We’re entering an interesting phase of the crisis. Even the skeptics are becoming convinced this is, duh, something serious. And you’re starting to see predictable social media spats between people who disagree on the best way to flatten the curve.

The whole “judge-not-lest-ye-be-judged” mindset is the second thing to go in a crisis. 

The first?

Toilet paper!

People are critical of hoarders and those trying to make an indecent profit off their stash, but to me it makes perfect sense.

The biggest assholes are always going to need the most toilet paper.

I apologize for that. We’re all under a lot of stress.

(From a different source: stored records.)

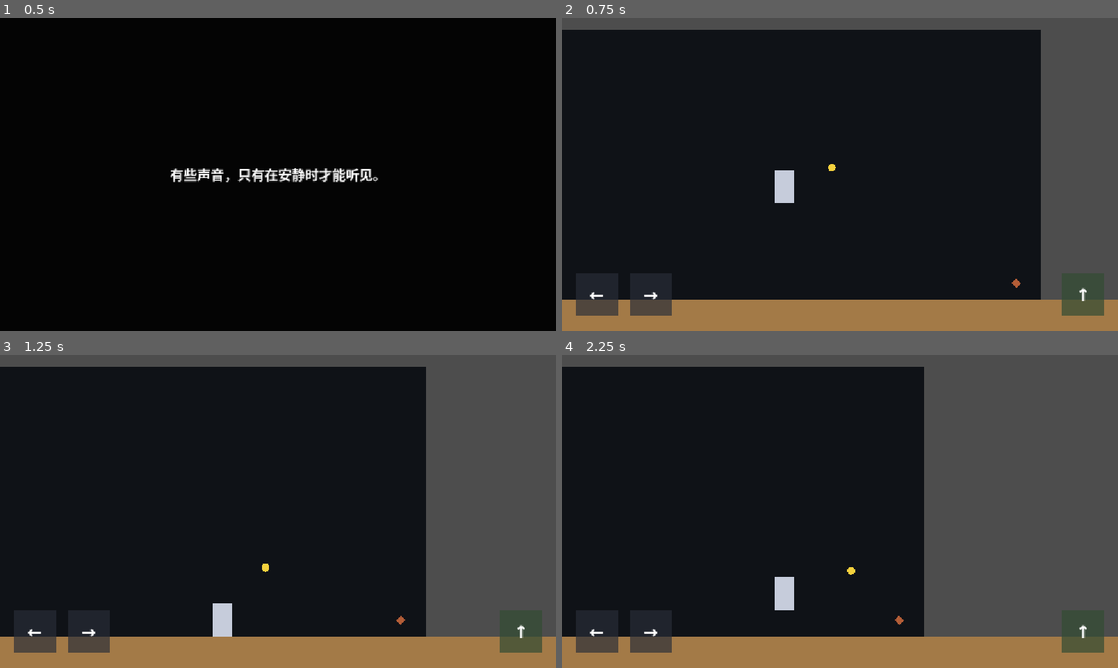
Above: before the commit, frames 1-4 (two rows, left to right).
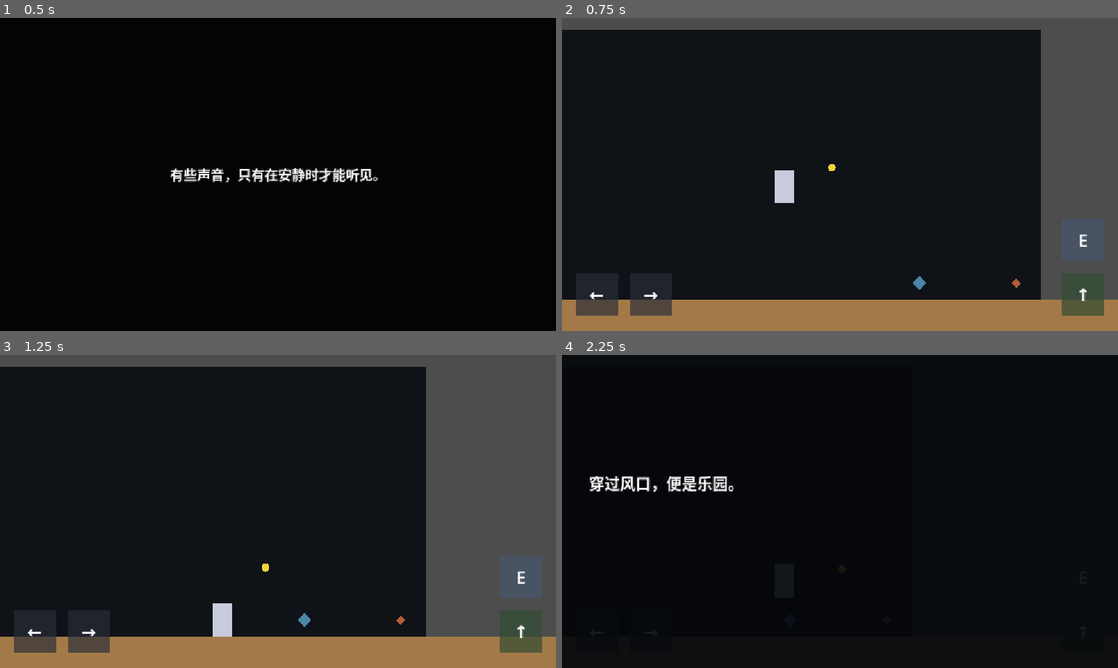
Above: after the commit, the same moments.

Repository: wenshuchuan0101-lab/A-Gift-for-the-land
Game: Godot game, scene res://Opening.tscn
Two runs of this game, one before a commit and one after it. Both use one fixed random seed, a clock stepped at 60 frames per second and the inputs below.
Inputs (mouse positions are in pixels of both pictures, inside the frame that each line leads up to):
- Up to frame 1 (0.5 s): no input
- Up to frame 2 (0.75 s): tap Enter at 0.5 s; move the mouse to (962, 158) at 0.52 s; hold D (move_right) from 0.53 s (still down); tap E (interact, bound only after the commit) at 0.6 s; click (962, 158) at 0.67 s
- Up to frame 3 (1.25 s): keep holding D (move_right); tap Space (jump) at 0.77 s
- Up to frame 4 (2.25 s): move the mouse to (728, 527) at 1.27 s; tap E (interact, bound only after the commit) at 1.35, 2.1 s; click (728, 527) at 1.42 s; tap Space (jump) at 1.52 s; move the mouse to (895, 442) at 2.02 s; release D (move_right) at 2.03 s; hold A (move_left) from 2.03 s (still down); click (895, 442) at 2.17 s

Frame 1 is identical in both runs. In frame 2, 0.1% of the frame differs, in the area x 63-95%, y 69-87%; in frame 3, 0.1%; in frame 4, 46%, in the area x 0-100%, y 0-100%.

Commit message:
实现地图基础互动

Diff:
--- a/Demo_Level.tscn
+++ b/Demo_Level.tscn
@@ -1,13 +1,17 @@
-[gd_scene load_steps=5 format=3]
+[gd_scene load_steps=7 format=3]
 
 [ext_resource type="PackedScene" path="res://Player.tscn" id="1_player"]
 [ext_resource type="PackedScene" path="res://Seed.tscn" id="2_seed"]
+[ext_resource type="Script" path="res://map_point.gd" id="3_map_point"]
 
 [sub_resource type="RectangleShape2D" id="RectangleShape2D_ground"]
 size = Vector2(2200, 80)
 
 [sub_resource type="RectangleShape2D" id="RectangleShape2D_mobile_button"]
 size = Vector2(88, 88)
+
+[sub_resource type="CircleShape2D" id="CircleShape2D_map_point"]
+radius = 120.0
 
 [node name="Demo_Level" type="Control"]
 layout_mode = 3
@@ -57,6 +61,22 @@
 follow_speed = 5.0
 guide_distance = 70.0
 
+[node name="MapPoint" type="Area2D" parent="."]
+position = Vector2(900, 525)
+collision_layer = 0
+collision_mask = 1
+monitoring = true
+script = ExtResource("3_map_point")
+player_path = NodePath("../PlayerSpawn/Player")
+map_panel_path = NodePath("../MapUI/MapPanel")
+
+[node name="CollisionShape2D" type="CollisionShape2D" parent="MapPoint"]
+shape = SubResource("CircleShape2D_map_point")
+
+[node name="Visual" type="Polygon2D" parent="MapPoint"]
+polygon = PackedVector2Array(0, -14, 14, 0, 0, 14, -14, 0)
+color = Color(0.32, 0.58, 0.72, 0.9)
+
 [node name="MobileControls" type="CanvasLayer" parent="."]
 layer = 10
 
@@ -155,3 +175,96 @@
 text = "↑"
 horizontal_alignment = 1
 vertical_alignment = 1
+
+[node name="InteractControl" type="Control" parent="MobileControls"]
+layout_mode = 3
+anchors_preset = 3
+anchor_left = 1.0
+anchor_top = 1.0
+anchor_right = 1.0
+anchor_bottom = 1.0
+offset_left = -120.0
+offset_top = -240.0
+offset_right = -24.0
+offset_bottom = -144.0
+grow_horizontal = 0
+grow_vertical = 0
+mouse_filter = 2
+
+[node name="InteractButton" type="TouchScreenButton" parent="MobileControls/InteractControl"]
+position = Vector2(48, 52)
+shape = SubResource("RectangleShape2D_mobile_button")
+action = "interact"
+passby_press = true
+visibility_mode = 0
+
+[node name="Background" type="Polygon2D" parent="MobileControls/InteractControl/InteractButton"]
+polygon = PackedVector2Array(-44, -44, 44, -44, 44, 44, -44, 44)
+color = Color(0.28, 0.34, 0.42, 0.78)
+
+[node name="Label" type="Label" parent="MobileControls/InteractControl/InteractButton"]
+offset_left = -44.0
+offset_top = -44.0
+offset_right = 44.0
+offset_bottom = 44.0
+mouse_filter = 2
+theme_override_colors/font_color = Color(1, 1, 1, 1)
+theme_override_font_sizes/font_size = 36
+text = "E"
+horizontal_alignment = 1
+vertical_alignment = 1
+
+[node name="MapUI" type="CanvasLayer" parent="."]
+layer = 20
+
+[node name="MapPanel" type="Control" parent="MapUI"]
+layout_mode = 3
+anchors_preset = 15
+anchor_right = 1.0
+anchor_bottom = 1.0
+grow_horizontal = 2
+grow_vertical = 2
+mouse_filter = 2
+visible = false
+
+[node name="Background" type="ColorRect" parent="MapUI/MapPanel"]
+layout_mode = 1
+anchors_preset = 15
+anchor_right = 1.0
+anchor_bottom = 1.0
+grow_horizontal = 2
+grow_vertical = 2
+mouse_filter = 2
+color = Color(0.015, 0.025, 0.04, 0.92)
+
+[node name="MapContent" type="Control" parent="MapUI/MapPanel"]
+layout_mode = 1
+anchors_preset = 8
+anchor_left = 0.5
+anchor_top = 0.5
+anchor_right = 0.5
+anchor_bottom = 0.5
+offset_left = -360.0
+offset_top = -220.0
+offset_right = 360.0
+offset_bottom = 220.0
+grow_horizontal = 2
+grow_vertical = 2
+mouse_filter = 2
+
+[node name="RouteVisual" type="Polygon2D" parent="MapUI/MapPanel/MapContent"]
+polygon = PackedVector2Array(-270, 70, -170, 20, -70, 55, 40, -10, 160, 25, 270, -75)
+color = Color(0.86, 0.68, 0.32, 1)
+
+[node name="Text" type="Label" parent="MapUI/MapPanel/MapContent"]
+layout_mode = 0
+offset_left = -320.0
+offset_top = 120.0
+offset_right = 320.0
+offset_bottom = 200.0
+mouse_filter = 2
+theme_override_colors/font_color = Color(1, 1, 1, 1)
+theme_override_font_sizes/font_size = 32
+text = "穿过风口，便是乐园。"
+horizontal_alignment = 1
+vertical_alignment = 1
--- /dev/null
+++ b/map_point.gd
@@ -0,0 +1,43 @@
+extends Area2D
+
+@export var player_path: NodePath
+@export var map_panel_path: NodePath
+
+var player: CharacterBody2D
+var map_panel: Control
+var player_in_range := false
+var map_open := false
+
+
+func _ready() -> void:
+	player = get_node_or_null(player_path) as CharacterBody2D
+	map_panel = get_node_or_null(map_panel_path) as Control
+	body_entered.connect(_on_body_entered)
+	body_exited.connect(_on_body_exited)
+	if map_panel != null:
+		map_panel.visible = false
+
+
+func _process(_delta: float) -> void:
+	if player_in_range and Input.is_action_just_pressed("interact"):
+		_set_map_open(not map_open)
+
+
+func _on_body_entered(body: Node2D) -> void:
+	if body == player:
+		player_in_range = true
+
+
+func _on_body_exited(body: Node2D) -> void:
+	if body == player:
+		player_in_range = false
+		_set_map_open(false)
+
+
+func _set_map_open(open: bool) -> void:
+	map_open = open
+	if map_panel != null:
+		map_panel.visible = open
+	if player != null:
+		player.velocity = Vector2.ZERO
+		player.set_physics_process(not open)
--- a/project.godot
+++ b/project.godot
@@ -39,6 +39,11 @@
 "events": [Object(InputEventKey,"resource_local_to_scene":false,"resource_name":"","device":-1,"window_id":0,"alt_press …(190 unchanged characters)…
 ]
 }
+interact={
+"deadzone": 0.5,
+"events": [Object(InputEventKey,"resource_local_to_scene":false,"resource_name":"","device":-1,"window_id":0,"alt_pressed":false,"shift_pressed":false,"ctrl_pressed":false,"meta_pressed":false,"pressed":false,"keycode":0,"physical_keycode":69,"key_label":0,"unicode":0,"location":0,"echo":false,"script":null)
+]
+}
 
 [input_devices]
 
Not shown, added: map_point.gd.uid
Not shown, changed: ERROR_REPORT.md
Not shown, changed: REPORT.md

I wonder if my jocular tone might dismay some of you who’d conclude I just don’t get it, that writing about candy when the whole world is going to hell demeans so much suffering.

But I have to be honest and right then at that moment I wanted nothing on Earth more than that sweet confection. 

Does the confession make me a scoundrel? A lout? Maybe, say, a cad?

Or am I sugar-coating it? Will steadfast readers depart? Could this bury me?

Did I lay an egg?

Hmmm…

Cad?

Bury? 

Egg?

Geez, it’s like I’ve lost all perspective.

Maybe it’s just a coping mechanism. 

Or maybe it’s a case of wanting something really bad so for at least a moment you forget about getting something really bad nobody wants.